I provide a Unicode / MinGW port of finddupe duplicate file detector and eliminator for Windows by Matthias Wandel on github.
I really like finddupe when I look for duplicate files among books or photos. It is fast and clever thanks to CRC file signatures. It can also find NTFS hard links, which is difficult otherwise. Please refer to Matthias site for full description. My favourites are
finddupe c:\MyBooks and
finddupe -listlink c:\MyBooks.
Current version 1.23 of finddupe is ASCII-only and fails on non-ASCII filenames, as is often the case with books.
If you are looking for a GUI, there is AllDup and Duplicate Commander, but frankly, a lot of clicking around. Under Linux there is
rdfind. Backup them with
rsync -H, but it has some issues.
I ported finddupe to Unicode (actually UTF-16) and MinGW as version 1.24. I used
tchar.h wrapper, so ASCII build is still possible. Then I added some more functionality (-depth, -ign) in version 1.25.
I hate this wchar_t stuff, but I really like finddupe. Why didn't Microsoft go for UTF-8? It wasn't there at that time. utf8everywhere.org makes an interesting reading.
MinGW-w64 is required for Unicode wmain as described here.

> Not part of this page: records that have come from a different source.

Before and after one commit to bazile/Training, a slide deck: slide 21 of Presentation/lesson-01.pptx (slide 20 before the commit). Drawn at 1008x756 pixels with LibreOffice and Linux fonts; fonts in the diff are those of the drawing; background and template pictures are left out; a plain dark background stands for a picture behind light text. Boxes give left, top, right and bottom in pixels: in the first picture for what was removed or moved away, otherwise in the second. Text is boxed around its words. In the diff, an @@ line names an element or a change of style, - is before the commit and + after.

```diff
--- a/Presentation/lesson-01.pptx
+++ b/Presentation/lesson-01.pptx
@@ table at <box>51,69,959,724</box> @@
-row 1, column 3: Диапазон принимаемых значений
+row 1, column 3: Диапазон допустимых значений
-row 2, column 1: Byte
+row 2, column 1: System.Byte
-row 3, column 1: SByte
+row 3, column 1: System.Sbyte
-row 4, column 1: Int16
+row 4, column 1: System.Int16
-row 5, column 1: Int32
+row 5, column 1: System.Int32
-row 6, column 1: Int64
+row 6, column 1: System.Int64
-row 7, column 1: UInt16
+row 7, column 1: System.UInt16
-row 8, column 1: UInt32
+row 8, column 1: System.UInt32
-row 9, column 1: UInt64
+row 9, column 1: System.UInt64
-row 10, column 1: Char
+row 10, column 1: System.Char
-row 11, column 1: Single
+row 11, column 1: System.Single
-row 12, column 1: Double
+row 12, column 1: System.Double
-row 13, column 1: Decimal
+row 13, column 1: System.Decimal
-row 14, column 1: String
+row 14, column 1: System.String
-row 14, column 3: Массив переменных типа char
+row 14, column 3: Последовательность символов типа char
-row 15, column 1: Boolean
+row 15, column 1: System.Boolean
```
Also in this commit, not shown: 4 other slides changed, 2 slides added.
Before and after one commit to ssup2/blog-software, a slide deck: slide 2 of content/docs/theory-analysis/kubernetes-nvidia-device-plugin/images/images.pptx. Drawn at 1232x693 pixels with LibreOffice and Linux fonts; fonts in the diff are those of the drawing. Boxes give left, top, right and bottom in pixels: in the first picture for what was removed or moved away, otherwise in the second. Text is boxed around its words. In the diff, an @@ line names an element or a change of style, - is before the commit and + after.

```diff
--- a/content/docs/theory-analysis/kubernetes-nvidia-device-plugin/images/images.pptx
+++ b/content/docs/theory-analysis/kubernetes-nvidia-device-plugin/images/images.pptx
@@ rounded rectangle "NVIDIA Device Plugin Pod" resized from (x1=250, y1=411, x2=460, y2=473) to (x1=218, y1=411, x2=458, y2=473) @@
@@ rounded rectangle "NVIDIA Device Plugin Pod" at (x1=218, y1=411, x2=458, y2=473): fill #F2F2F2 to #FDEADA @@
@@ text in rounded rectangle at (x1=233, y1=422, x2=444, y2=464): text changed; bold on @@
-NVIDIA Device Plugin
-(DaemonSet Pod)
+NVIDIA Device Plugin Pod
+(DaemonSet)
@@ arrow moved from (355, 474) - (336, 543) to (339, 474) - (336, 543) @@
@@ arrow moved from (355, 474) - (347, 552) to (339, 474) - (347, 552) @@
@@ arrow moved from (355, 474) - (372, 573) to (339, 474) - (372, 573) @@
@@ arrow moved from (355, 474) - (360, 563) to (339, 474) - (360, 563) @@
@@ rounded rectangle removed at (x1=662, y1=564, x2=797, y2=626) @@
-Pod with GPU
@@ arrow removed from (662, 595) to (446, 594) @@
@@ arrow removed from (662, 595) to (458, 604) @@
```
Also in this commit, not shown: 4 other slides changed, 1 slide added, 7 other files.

I used Ruby DevKit-mingw64-32-4.7.2 from rubyinstaller.org.
I provide a Win32 binary, so you do not have to compile yourself. There is also a 64-bit build.
c:\> finddupe -h finddupe v1.25 compiled May 11 2017 Usage: finddupe [options] [-ref] <filepat> [filepat]... Options: -bat <file.bat> Create batch file with commands to do the hard linking. run batch file afterwards to do it -hardlink Create hardlinks. Works on NTFS file systems only. Use with caution! -del Delete duplicate files -v Verbose -sigs Show signatures calculated based on first 32k for each file -rdonly Apply to readonly files also (as opposed to skipping them) -ref <filepat> Following file pattern are files that are for reference, NOT to be eliminated, only used to check duplicates against -z Do not skip zero length files (zero length files are ignored by default) -u Do not print a warning for files that cannot be read -p Hide progress indicator (useful when redirecting to a file) -j Follow NTFS junctions and reparse points (off by default) -listlink hardlink list mode. Not valid with -del, -bat, -hardlink, or -rdonly, options -ign <substr> Ignore file pattern, like .git, .svn or .bak (can be repeated) -depth <num> Maximum recursion depth, default 0 = infinite <filepat> Pattern for files. Examples: c:\** Match everything on drive C c:\**\*.jpg Match only .jpg files on drive C **\foo\** Match any path with component foo from current directory down
Photo upload from a digital camera
Your shiny and new digital camera connects to your home server via WiFi. Every time you do an upload, all of those mega-pixel photos appear in your incoming folder again. You want to see only new files, so you do
finddupe -del -ref pictures_dir incoming_dir
to get rid of incoming duplicates. The existing pictures in
pictures_dir will be taken as reference only, the duplicates in
incoming_dir will be removed.
Even if your home server is Linux, this should work too, even if a bit slower:
finddupe -ref \\server\public\Foto\2017 \\server\incoming (TODO UNC paths do not work yet).
BTW, if you want to set the JPG file time to the time picture was taken (stored in EXIF), I have a exif_date.rb script for you.
Books coming back
You share your digital books with your brother. Some time later you have a look into his books, and there are plenty of yours in there, and some more you do not have yet. To save your disk space and see new books you do
finddupe -hardlink my_book_dir his_book_dir (can add some more, but they need to be on the same NTFS disk).
A NFTS hardlink (
mklink /H new_link file) is having many filenames for the same contents. It is very transparent to the aplications, and to the user too. It is difficult to see it is a link. Dangerous like a very clean window. There are
fsutil.exe hardlink list C:\Windows\System32\notepad.exe (needs admin rights) and SysInternals FindLinks (no admin, no globs, no sources :(). Both need to know file.
finddupe -listlink you can see which files are linked.
I also recommend an excellent Link Shell Extension by Hermann Schinagl.
Check in files from other repositories
You want to use some scripts from your private Git repositories at work and check them in the company Subversion repository. You want to be DRY, so you think about symbolic links and
core.symlinks=true, but you realize that symlinks are no good on Windows until 10.something, as they need elevated privileges, because somebody at Microsoft decided so. Or you just get the text file with the link path instead.
Interestingly enough hardlinks, which are much more tricky, are easy to set up and need no admin rights. You just copy your files back and forth and then you hardlink them:
finddupe -hardlink -depth 1 -ign .git -ign .svn my_scripts1 my_scripts2
Git status doesn't see any difference, but if you are editing a file in one repository, it changes also in another one.
Original license by Matthias Wandel: Finddupe is totally free. Do whatever you like with it. You can integrate it into GPL or BSD style licensed programs if you would like to.